Distribution of emergency grants from stimulus bill ‘underway,’ officials say

Updated: March 8, 2021 at 10:31 a.m.

GW’s COVID-19 testing apparatus is projected to cost $10 million this fiscal year, but officials plan to use federal funding from the stimulus bill passed late last year to offset the costs.

Officials accepted nearly $14 million allocated to GW as part of a roughly $900 billion coronavirus relief package signed into law in December by then-President Donald Trump. University spokesperson Crystal Nosal said officials will use $9.2 million to offset institutional costs brought on by the pandemic.

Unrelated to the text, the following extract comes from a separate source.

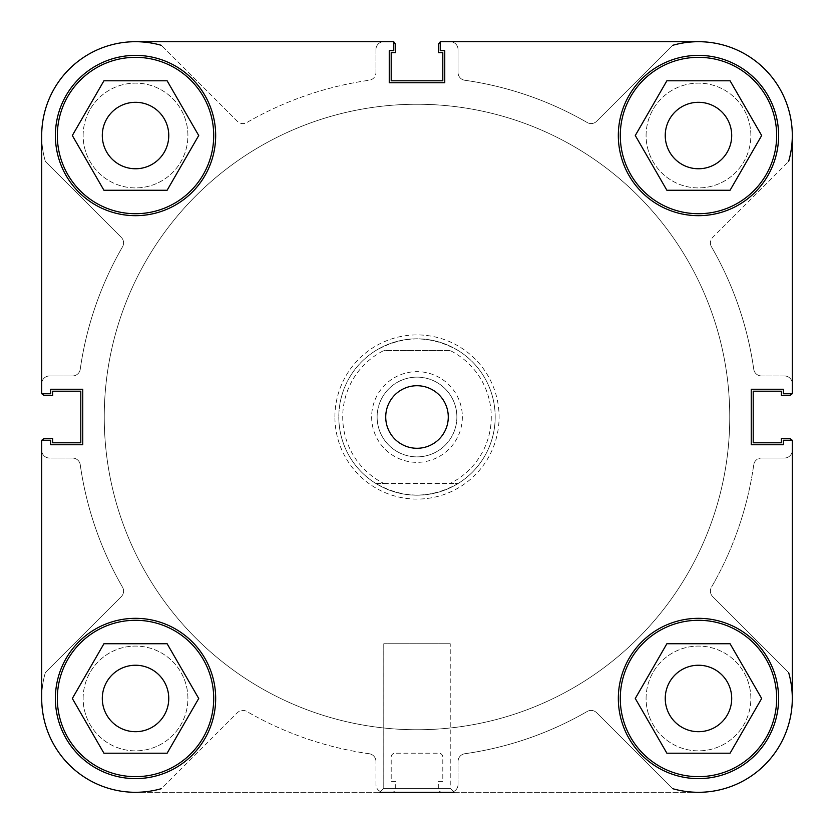 <?xml version="1.0" encoding="UTF-8"?>
<svg xmlns="http://www.w3.org/2000/svg" width="834" height="834" viewBox="0 0 834 834"><rect width="100%" height="100%" fill="white"/><g stroke="black" fill="none" stroke-linecap="round" stroke-linejoin="round"><path stroke-width="0.63" stroke-dasharray="4.17 3.13" d="M371.651 417A45.349 45.349 0 0 0 417 462.349A45.349 45.349 0 0 0 462.349 417A45.349 45.349 0 0 0 417 371.651A45.349 45.349 0 0 0 371.651 417M456.876 417A39.876 39.876 0 0 1 417 456.876A39.876 39.876 0 0 1 377.124 417A39.876 39.876 0 0 1 417 377.124A39.876 39.876 0 0 1 456.876 417A39.876 39.876 0 0 1 417 456.876A39.876 39.876 0 0 1 377.124 417A39.876 39.876 0 0 1 417 377.124A39.876 39.876 0 0 1 456.876 417M491.278 417A74.278 74.278 0 0 1 450.172 483.459L458.189 483.459A78.188 78.188 0 0 0 458.189 350.541C430.73 335.08 403.27 335.08 375.811 350.541A78.188 78.188 0 0 0 338.812 417A78.188 78.188 0 0 1 417 338.812A78.188 78.188 0 0 1 495.188 417A78.188 78.188 0 0 1 417 495.188A78.188 78.188 0 0 1 338.812 417A78.188 78.188 0 0 0 375.811 483.459L383.828 483.459A74.278 74.278 0 0 1 383.828 350.541L450.172 350.541A74.278 74.278 0 0 1 491.278 417M104.25 417A312.75 312.75 0 0 1 417 104.25A312.75 312.75 0 0 1 729.75 417A312.75 312.75 0 0 1 417 729.75A312.75 312.75 0 0 1 104.25 417A312.75 312.75 0 0 1 417 104.25A312.75 312.75 0 0 1 729.75 417A312.75 312.75 0 0 1 417 729.75A312.75 312.75 0 0 1 104.25 417A312.75 312.75 0 0 1 417 104.25A312.75 312.75 0 0 1 729.75 417A312.75 312.75 0 0 1 417 729.75A312.75 312.75 0 0 1 104.25 417A312.75 312.75 0 0 1 417 104.25A312.75 312.75 0 0 1 729.75 417A312.75 312.75 0 0 1 417 729.75A312.75 312.75 0 0 1 104.25 417A312.75 312.75 0 0 1 417 104.25A312.75 312.75 0 0 1 729.75 417A312.75 312.75 0 0 1 417 729.75A312.75 312.75 0 0 1 104.25 417A312.75 312.75 0 0 1 417 104.25A312.75 312.75 0 0 1 729.75 417A312.75 312.75 0 0 1 417 729.75A312.75 312.75 0 0 1 104.25 417A312.75 312.75 0 0 0 417 729.75A312.75 312.75 0 0 0 729.75 417A312.75 312.75 0 0 0 417 104.25A312.75 312.75 0 0 0 104.25 417A312.75 312.75 0 0 0 417 729.75A312.75 312.75 0 0 0 729.75 417A312.75 312.75 0 0 0 417 104.25A312.75 312.75 0 0 0 104.25 417M458.189 483.459C430.73 498.92 403.27 498.92 375.811 483.459L458.189 483.459M383.828 483.459L450.172 483.459M450.172 350.541L383.828 350.541M788.641 672.538L712.716 596.623A7.819 7.819 0 0 1 710.432 591.087A7.819 7.819 0 0 0 712.716 596.623L788.641 672.538A93.825 93.825 0 0 1 672.538 788.641L596.623 712.716A7.819 7.819 0 0 0 587.178 711.475A340.116 340.116 0 0 1 464.767 753.748A7.819 7.819 0 0 0 458.054 761.484A7.819 7.819 0 0 1 464.767 753.748A340.116 340.116 0 0 0 587.178 711.475A7.819 7.819 0 0 1 596.623 712.716L672.538 788.641M711.475 246.822A7.819 7.819 0 0 1 710.432 242.913A7.819 7.819 0 0 0 711.475 246.822A340.116 340.116 0 0 1 753.748 369.233A7.819 7.819 0 0 0 761.484 375.946A7.819 7.819 0 0 1 753.748 369.233A340.116 340.116 0 0 0 711.475 246.822M83.139 698.475A52.386 52.386 0 0 1 135.525 646.089A52.386 52.386 0 0 1 187.911 698.475A52.386 52.386 0 0 1 135.525 750.861A52.386 52.386 0 0 1 83.139 698.475A52.386 52.386 0 0 1 135.525 646.089A52.386 52.386 0 0 1 187.911 698.475A52.386 52.386 0 0 1 135.525 750.861A52.386 52.386 0 0 1 83.139 698.475M83.139 135.525A52.386 52.386 0 0 1 135.525 83.139A52.386 52.386 0 0 1 187.911 135.525A52.386 52.386 0 0 1 135.525 187.911A52.386 52.386 0 0 1 83.139 135.525A52.386 52.386 0 0 1 135.525 83.139A52.386 52.386 0 0 1 187.911 135.525A52.386 52.386 0 0 1 135.525 187.911A52.386 52.386 0 0 1 83.139 135.525M646.089 135.525A52.386 52.386 0 0 1 698.475 83.139A52.386 52.386 0 0 1 750.861 135.525A52.386 52.386 0 0 1 698.475 187.911A52.386 52.386 0 0 1 646.089 135.525A52.386 52.386 0 0 1 698.475 83.139A52.386 52.386 0 0 1 750.861 135.525A52.386 52.386 0 0 1 698.475 187.911A52.386 52.386 0 0 1 646.089 135.525M646.089 698.475A52.386 52.386 0 0 1 698.475 646.089A52.386 52.386 0 0 1 750.861 698.475A52.386 52.386 0 0 1 698.475 750.861A52.386 52.386 0 0 1 646.089 698.475A52.386 52.386 0 0 1 698.475 646.089A52.386 52.386 0 0 1 750.861 698.475A52.386 52.386 0 0 1 698.475 750.861A52.386 52.386 0 0 1 646.089 698.475M42.242 440.216A3.909 3.909 0 0 0 41.7 442.218A3.909 3.909 0 0 1 45.609 438.309L52.646 438.309L52.646 442.802L80.794 442.802L80.794 391.198L52.646 391.198L52.646 395.691L45.609 395.691A3.909 3.909 0 0 1 41.7 391.782L41.7 383.776A7.819 7.819 0 0 1 49.519 375.957L72.516 375.957A7.819 7.819 0 0 0 80.252 369.233A340.116 340.116 0 0 1 122.525 246.822A7.819 7.819 0 0 0 121.284 237.377L45.359 161.462A93.825 93.825 0 0 1 161.462 45.359L237.377 121.284A7.819 7.819 0 0 0 246.822 122.525A340.116 340.116 0 0 1 369.233 80.252A7.819 7.819 0 0 0 375.946 72.516A7.819 7.819 0 0 1 369.233 80.252A340.116 340.116 0 0 0 246.822 122.525A7.819 7.819 0 0 1 237.377 121.284L161.462 45.359M42.242 393.773A3.909 3.909 0 0 1 41.7 391.782L41.7 383.776A7.819 7.819 0 0 1 49.519 375.957L72.516 375.957A7.819 7.819 0 0 0 80.252 369.233A340.116 340.116 0 0 1 122.525 246.822A7.819 7.819 0 0 0 121.284 237.377L45.359 161.462A93.825 93.825 0 0 1 135.525 41.7L393.784 41.7L393.784 50.697L389.249 50.697L389.249 82.754L444.762 82.754L444.762 50.697L440.227 50.697L440.227 41.7L698.475 41.7A93.825 93.825 0 0 1 792.3 135.525L792.3 393.773L783.303 393.773L783.303 389.238L751.246 389.238L751.246 444.751L783.303 444.751L783.303 440.216L792.3 440.216L792.3 698.475A93.825 93.825 0 0 1 698.475 792.3A93.825 93.825 0 0 0 792.3 698.475A93.825 93.825 0 0 1 698.475 792.3L135.525 792.3A93.825 93.825 0 0 1 45.359 672.538L121.284 596.623A7.819 7.819 0 0 0 122.525 587.178A340.116 340.116 0 0 1 80.252 464.767A7.819 7.819 0 0 0 72.516 458.054A7.819 7.819 0 0 1 80.252 464.767A340.116 340.116 0 0 0 122.525 587.178A7.819 7.819 0 0 1 121.284 596.623L45.359 672.538A93.825 93.825 0 0 0 135.525 792.3A93.825 93.825 0 0 1 41.7 698.475L41.7 440.216L41.7 698.475A93.825 93.825 0 0 0 161.462 788.641L237.377 712.716L161.462 788.641M393.784 42.242A3.909 3.909 0 0 0 391.782 41.7A3.909 3.909 0 0 1 395.691 45.609L395.691 52.646L391.198 52.646L391.198 80.794L442.802 80.794L442.802 52.646L438.309 52.646L438.309 45.609A3.909 3.909 0 0 1 442.218 41.7L450.224 41.7A7.819 7.819 0 0 1 458.043 49.519L458.043 72.516A7.819 7.819 0 0 0 464.767 80.252A340.116 340.116 0 0 1 587.178 122.525A7.819 7.819 0 0 0 596.623 121.284L672.538 45.359A93.825 93.825 0 0 1 788.641 161.462L712.716 237.377A7.819 7.819 0 0 0 710.432 242.913A7.819 7.819 0 0 1 712.716 237.377L788.641 161.462M440.227 42.242A3.909 3.909 0 0 1 442.218 41.7L450.224 41.7A7.819 7.819 0 0 1 458.043 49.519L458.043 72.516A7.819 7.819 0 0 0 464.767 80.252A340.116 340.116 0 0 1 587.178 122.525A7.819 7.819 0 0 0 596.623 121.284L672.538 45.359M753.748 464.767A340.116 340.116 0 0 1 711.475 587.178A7.819 7.819 0 0 0 710.432 591.087A7.819 7.819 0 0 1 711.475 587.178A340.116 340.116 0 0 0 753.748 464.767A7.819 7.819 0 0 1 761.484 458.043A7.819 7.819 0 0 0 753.748 464.767M369.233 753.748A340.116 340.116 0 0 1 246.822 711.475A7.819 7.819 0 0 0 237.377 712.716A7.819 7.819 0 0 1 246.822 711.475A340.116 340.116 0 0 0 369.233 753.748A7.819 7.819 0 0 1 375.957 761.484A7.819 7.819 0 0 0 369.233 753.748M41.7 442.218L41.7 450.235A7.819 7.819 0 0 0 49.519 458.054L72.516 458.054L49.519 458.054A7.819 7.819 0 0 1 41.7 450.235L41.7 442.218M375.946 49.519L375.946 72.516L375.946 49.519A7.819 7.819 0 0 1 383.765 41.7A7.819 7.819 0 0 0 375.946 49.519M391.782 41.7L383.765 41.7L391.782 41.7M784.481 375.946L761.484 375.946L784.481 375.946A7.819 7.819 0 0 1 792.3 383.765A7.819 7.819 0 0 0 784.481 375.946M791.758 393.773A3.909 3.909 0 0 0 792.3 391.782L792.3 383.765L792.3 391.782A3.909 3.909 0 0 1 788.391 395.691L781.354 395.691L781.354 391.198L753.206 391.198L753.206 442.802L781.354 442.802L781.354 438.309L788.391 438.309A3.909 3.909 0 0 1 792.3 442.218L792.3 450.224A7.819 7.819 0 0 1 784.481 458.043L761.484 458.043L784.481 458.043A7.819 7.819 0 0 0 792.3 450.224L792.3 442.218A3.909 3.909 0 0 0 791.758 440.216M458.054 784.481L458.054 761.484L458.054 784.481A7.819 7.819 0 0 1 450.235 792.3A7.819 7.819 0 0 0 458.054 784.481M442.218 792.3L450.235 792.3L442.218 792.3A3.909 3.909 0 0 1 438.309 788.391L438.309 781.354L442.802 781.354L442.802 757.116A3.909 3.909 0 0 0 438.892 753.206L395.108 753.206A3.909 3.909 0 0 0 391.198 757.116L391.198 781.354L395.691 781.354L395.691 788.391A3.909 3.909 0 0 1 391.782 792.3L383.776 792.3A7.819 7.819 0 0 1 375.957 784.481L375.957 761.484L375.957 784.481A7.819 7.819 0 0 0 383.776 792.3L391.782 792.3A3.909 3.909 0 0 0 395.691 788.391L395.691 781.354L391.198 781.354L391.198 757.116A3.909 3.909 0 0 1 395.108 753.206L438.892 753.206A3.909 3.909 0 0 1 442.802 757.116L442.802 781.354L438.309 781.354L438.309 788.391A3.909 3.909 0 0 0 442.218 792.3M57.337 135.525A78.188 78.188 0 0 0 135.525 213.713A78.188 78.188 0 0 0 213.713 135.525A78.188 78.188 0 0 0 135.525 57.337A78.188 78.188 0 0 0 57.337 135.525A78.188 78.188 0 0 0 135.525 213.713A78.188 78.188 0 0 0 213.713 135.525A78.188 78.188 0 0 1 135.525 213.713A78.188 78.188 0 0 1 57.337 135.525A78.188 78.188 0 0 1 135.525 57.337A78.188 78.188 0 0 1 213.713 135.525A78.188 78.188 0 0 0 135.525 57.337A78.188 78.188 0 0 0 57.337 135.525M620.288 135.525A78.188 78.188 0 0 0 698.475 213.713A78.188 78.188 0 0 0 776.663 135.525A78.188 78.188 0 0 0 698.475 57.337A78.188 78.188 0 0 0 620.288 135.525A78.188 78.188 0 0 0 698.475 213.713A78.188 78.188 0 0 0 776.663 135.525A78.188 78.188 0 0 1 698.475 213.713A78.188 78.188 0 0 1 620.288 135.525A78.188 78.188 0 0 1 698.475 57.337A78.188 78.188 0 0 1 776.663 135.525A78.188 78.188 0 0 0 698.475 57.337A78.188 78.188 0 0 0 620.288 135.525M620.288 698.475A78.188 78.188 0 0 0 698.475 776.663A78.188 78.188 0 0 0 776.663 698.475A78.188 78.188 0 0 0 698.475 620.288A78.188 78.188 0 0 0 620.288 698.475A78.188 78.188 0 0 0 698.475 776.663A78.188 78.188 0 0 0 776.663 698.475A78.188 78.188 0 0 1 698.475 776.663A78.188 78.188 0 0 1 620.288 698.475A78.188 78.188 0 0 1 698.475 620.288A78.188 78.188 0 0 1 776.663 698.475A78.188 78.188 0 0 0 698.475 620.288A78.188 78.188 0 0 0 620.288 698.475M57.337 698.475A78.188 78.188 0 0 0 135.525 776.663A78.188 78.188 0 0 0 213.713 698.475A78.188 78.188 0 0 0 135.525 620.288A78.188 78.188 0 0 0 57.337 698.475A78.188 78.188 0 0 0 135.525 776.663A78.188 78.188 0 0 0 213.713 698.475A78.188 78.188 0 0 1 135.525 776.663A78.188 78.188 0 0 1 57.337 698.475A78.188 78.188 0 0 1 135.525 620.288A78.188 78.188 0 0 1 213.713 698.475A78.188 78.188 0 0 0 135.525 620.288A78.188 78.188 0 0 0 57.337 698.475M448.275 417A31.275 31.275 0 0 0 417 385.725A31.275 31.275 0 0 0 385.725 417A31.275 31.275 0 0 0 417 448.275A31.275 31.275 0 0 0 448.275 417M450.235 788.391L454.144 792.3L379.866 792.3L454.144 792.3L379.866 792.3L383.776 788.391L450.235 788.391L383.776 788.391L383.776 643.744L450.235 643.744L450.235 788.391M778.612 135.525A80.137 80.137 0 0 0 698.475 55.388A80.137 80.137 0 0 0 618.328 135.525A80.137 80.137 0 0 0 698.475 215.672A80.137 80.137 0 0 0 778.612 135.525A80.137 80.137 0 0 1 698.475 215.672A80.137 80.137 0 0 1 618.328 135.525A80.137 80.137 0 0 1 698.475 55.388A80.137 80.137 0 0 1 778.612 135.525A80.137 80.137 0 0 1 698.475 215.672A80.137 80.137 0 0 1 618.328 135.525A80.137 80.137 0 0 1 698.475 55.388A80.137 80.137 0 0 1 778.612 135.525M215.672 135.525A80.137 80.137 0 0 0 135.525 55.388A80.137 80.137 0 0 0 55.388 135.525A80.137 80.137 0 0 0 135.525 215.672A80.137 80.137 0 0 0 215.672 135.525A80.137 80.137 0 0 1 135.525 215.672A80.137 80.137 0 0 1 55.388 135.525A80.137 80.137 0 0 1 135.525 55.388A80.137 80.137 0 0 1 215.672 135.525A80.137 80.137 0 0 1 135.525 215.672A80.137 80.137 0 0 1 55.388 135.525A80.137 80.137 0 0 1 135.525 55.388A80.137 80.137 0 0 1 215.672 135.525M215.672 698.475A80.137 80.137 0 0 0 135.525 618.328A80.137 80.137 0 0 0 55.388 698.475A80.137 80.137 0 0 0 135.525 778.612A80.137 80.137 0 0 0 215.672 698.475A80.137 80.137 0 0 1 135.525 778.612A80.137 80.137 0 0 1 55.388 698.475A80.137 80.137 0 0 1 135.525 618.328A80.137 80.137 0 0 1 215.672 698.475A80.137 80.137 0 0 1 135.525 778.612A80.137 80.137 0 0 1 55.388 698.475A80.137 80.137 0 0 1 135.525 618.328A80.137 80.137 0 0 1 215.672 698.475M778.612 698.475A80.137 80.137 0 0 0 698.475 618.328A80.137 80.137 0 0 0 618.338 698.475A80.137 80.137 0 0 0 698.475 778.612A80.137 80.137 0 0 0 778.612 698.475A80.137 80.137 0 0 1 698.475 778.612A80.137 80.137 0 0 1 618.328 698.475A80.137 80.137 0 0 1 698.475 618.328A80.137 80.137 0 0 1 778.612 698.475A80.137 80.137 0 0 1 698.475 778.612A80.137 80.137 0 0 1 618.328 698.475A80.137 80.137 0 0 1 698.475 618.328A80.137 80.137 0 0 1 778.612 698.475M731.699 698.475A33.224 33.224 0 0 0 698.475 665.24A33.224 33.224 0 0 0 665.251 698.475A33.224 33.224 0 0 0 698.475 731.699A33.224 33.224 0 0 0 731.699 698.475A33.224 33.224 0 0 0 698.475 665.24A33.224 33.224 0 0 0 665.24 698.475A33.224 33.224 0 0 1 698.475 665.24A33.224 33.224 0 0 1 731.699 698.475A33.224 33.224 0 0 1 698.475 731.699A33.224 33.224 0 0 1 665.24 698.475A33.224 33.224 0 0 0 698.475 731.699A33.224 33.224 0 0 0 731.699 698.475M168.76 698.475A33.224 33.224 0 0 0 135.525 665.24A33.224 33.224 0 0 0 102.301 698.475A33.224 33.224 0 0 0 135.525 731.699A33.224 33.224 0 0 0 168.76 698.475A33.224 33.224 0 0 0 135.525 665.24A33.224 33.224 0 0 0 102.301 698.475A33.224 33.224 0 0 1 135.525 665.24A33.224 33.224 0 0 1 168.76 698.475A33.224 33.224 0 0 1 135.525 731.699A33.224 33.224 0 0 1 102.301 698.475A33.224 33.224 0 0 0 135.525 731.699A33.224 33.224 0 0 0 168.76 698.475M168.76 135.525A33.224 33.224 0 0 0 135.525 102.301A33.224 33.224 0 0 0 102.301 135.525A33.224 33.224 0 0 0 135.525 168.76A33.224 33.224 0 0 0 168.76 135.525A33.224 33.224 0 0 0 135.525 102.301A33.224 33.224 0 0 0 102.301 135.525A33.224 33.224 0 0 1 135.525 102.301A33.224 33.224 0 0 1 168.76 135.525A33.224 33.224 0 0 1 135.525 168.76A33.224 33.224 0 0 1 102.301 135.525A33.224 33.224 0 0 0 135.525 168.76A33.224 33.224 0 0 0 168.76 135.525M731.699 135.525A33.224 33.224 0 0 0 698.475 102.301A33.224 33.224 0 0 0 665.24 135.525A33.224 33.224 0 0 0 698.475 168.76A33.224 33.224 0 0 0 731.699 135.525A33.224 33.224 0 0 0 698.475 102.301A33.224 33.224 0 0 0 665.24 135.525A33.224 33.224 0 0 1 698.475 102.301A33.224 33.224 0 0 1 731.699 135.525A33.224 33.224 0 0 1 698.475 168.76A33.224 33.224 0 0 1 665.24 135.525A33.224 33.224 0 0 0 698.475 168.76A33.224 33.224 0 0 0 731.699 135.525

“Given our foremost priority of safety, the University will use all of this funding to help offset the significant costs associated with implementing and continually strengthening our public health capabilities, such as our in-house COVID-19 testing, which alone is projected to cost $10 million this fiscal year,” Nosal said in an email. “These capabilities are especially critical as we prepare for fall, when we will be back in person to the fullest extent possible.”

GW has conducted more than 70,000 COVID-19 tests so far, and officials switched to pooled, self-administered testing for asymptomatic students earlier this semester.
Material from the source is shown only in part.